▶ **WHAT YOU HAVE TO DO**
From the entries below, return only the lines starting at the one that contains "FRONT_RIM_Y = FRONT_LEAN - WIDTH / 2" and ending at the one that contains "pivot = (0, FRONT_RIM_Y, DISH_FRONT_HEIGHT)", exactly as they stand.

─── DATASET CONTENT ───

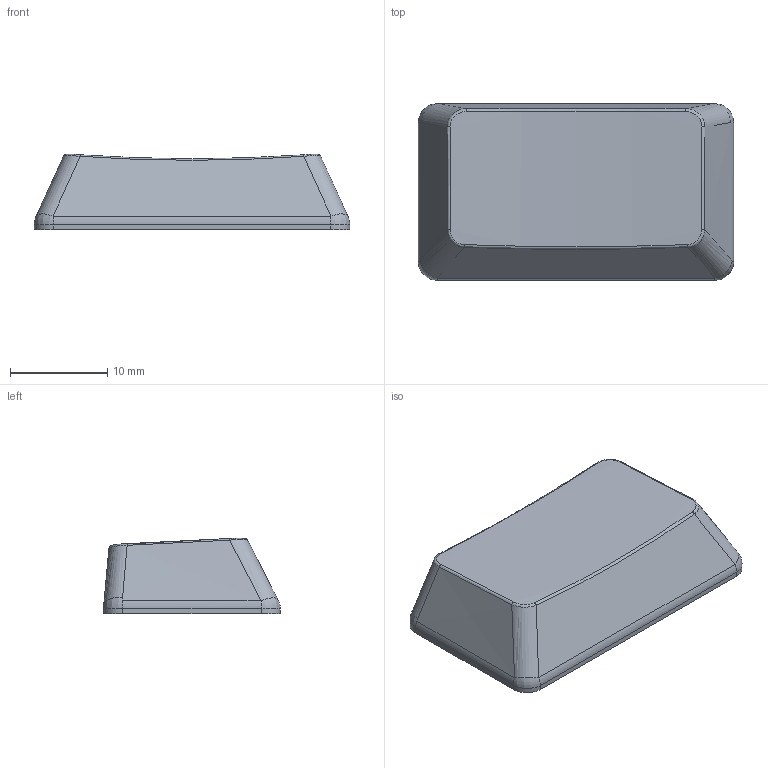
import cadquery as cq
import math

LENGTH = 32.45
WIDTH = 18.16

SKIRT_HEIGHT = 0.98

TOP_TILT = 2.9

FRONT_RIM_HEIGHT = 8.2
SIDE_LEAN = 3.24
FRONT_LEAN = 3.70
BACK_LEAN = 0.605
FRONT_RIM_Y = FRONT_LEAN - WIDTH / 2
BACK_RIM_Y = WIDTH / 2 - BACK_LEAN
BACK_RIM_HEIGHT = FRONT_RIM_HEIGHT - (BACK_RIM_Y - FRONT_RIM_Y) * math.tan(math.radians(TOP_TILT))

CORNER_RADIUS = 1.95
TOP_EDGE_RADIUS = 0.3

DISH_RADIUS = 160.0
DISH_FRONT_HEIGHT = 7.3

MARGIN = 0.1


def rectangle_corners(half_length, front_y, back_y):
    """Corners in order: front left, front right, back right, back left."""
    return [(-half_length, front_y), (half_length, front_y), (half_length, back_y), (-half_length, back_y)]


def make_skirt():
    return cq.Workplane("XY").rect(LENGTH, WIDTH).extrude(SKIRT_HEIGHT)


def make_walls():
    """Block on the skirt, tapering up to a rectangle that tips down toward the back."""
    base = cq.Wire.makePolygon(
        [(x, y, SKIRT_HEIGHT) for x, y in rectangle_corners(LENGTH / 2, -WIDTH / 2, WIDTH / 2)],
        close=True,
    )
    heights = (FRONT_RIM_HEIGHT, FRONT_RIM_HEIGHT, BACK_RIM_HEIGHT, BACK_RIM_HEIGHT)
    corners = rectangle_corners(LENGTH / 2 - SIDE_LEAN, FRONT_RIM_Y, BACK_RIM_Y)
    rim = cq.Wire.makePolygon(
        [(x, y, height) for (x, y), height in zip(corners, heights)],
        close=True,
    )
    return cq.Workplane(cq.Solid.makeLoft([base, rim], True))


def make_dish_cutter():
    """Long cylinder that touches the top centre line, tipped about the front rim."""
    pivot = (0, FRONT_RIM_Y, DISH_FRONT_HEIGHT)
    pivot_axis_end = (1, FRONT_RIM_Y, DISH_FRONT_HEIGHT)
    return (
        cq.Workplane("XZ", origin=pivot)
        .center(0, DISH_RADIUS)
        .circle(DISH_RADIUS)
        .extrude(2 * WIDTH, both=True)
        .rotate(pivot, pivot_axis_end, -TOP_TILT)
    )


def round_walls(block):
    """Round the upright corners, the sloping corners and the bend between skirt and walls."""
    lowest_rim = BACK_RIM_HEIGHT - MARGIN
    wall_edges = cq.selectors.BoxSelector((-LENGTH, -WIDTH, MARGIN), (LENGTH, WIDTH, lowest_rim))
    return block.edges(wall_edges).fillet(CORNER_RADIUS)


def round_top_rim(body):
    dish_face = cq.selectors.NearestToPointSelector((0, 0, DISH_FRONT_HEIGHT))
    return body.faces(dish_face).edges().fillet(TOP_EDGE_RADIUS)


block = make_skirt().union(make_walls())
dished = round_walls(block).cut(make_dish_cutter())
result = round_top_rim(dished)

───

▶ **ANSWER AREA**
FRONT_RIM_Y = FRONT_LEAN - WIDTH / 2
BACK_RIM_Y = WIDTH / 2 - BACK_LEAN
BACK_RIM_HEIGHT = FRONT_RIM_HEIGHT - (BACK_RIM_Y - FRONT_RIM_Y) * math.tan(math.radians(TOP_TILT))

CORNER_RADIUS = 1.95
TOP_EDGE_RADIUS = 0.3

DISH_RADIUS = 160.0
DISH_FRONT_HEIGHT = 7.3

MARGIN = 0.1


def rectangle_corners(half_length, front_y, back_y):
    """Corners in order: front left, front right, back right, back left."""
    return [(-half_length, front_y), (half_length, front_y), (half_length, back_y), (-half_length, back_y)]


def make_skirt():
    return cq.Workplane("XY").rect(LENGTH, WIDTH).extrude(SKIRT_HEIGHT)


def make_walls():
    """Block on the skirt, tapering up to a rectangle that tips down toward the back."""
    base = cq.Wire.makePolygon(
        [(x, y, SKIRT_HEIGHT) for x, y in rectangle_corners(LENGTH / 2, -WIDTH / 2, WIDTH / 2)],
        close=True,
    )
    heights = (FRONT_RIM_HEIGHT, FRONT_RIM_HEIGHT, BACK_RIM_HEIGHT, BACK_RIM_HEIGHT)
    corners = rectangle_corners(LENGTH / 2 - SIDE_LEAN, FRONT_RIM_Y, BACK_RIM_Y)
    rim = cq.Wire.makePolygon(
        [(x, y, height) for (x, y), height in zip(corners, heights)],
        close=True,
    )
    return cq.Workplane(cq.Solid.makeLoft([base, rim], True))


def make_dish_cutter():
    """Long cylinder that touches the top centre line, tipped about the front rim."""
    pivot = (0, FRONT_RIM_Y, DISH_FRONT_HEIGHT)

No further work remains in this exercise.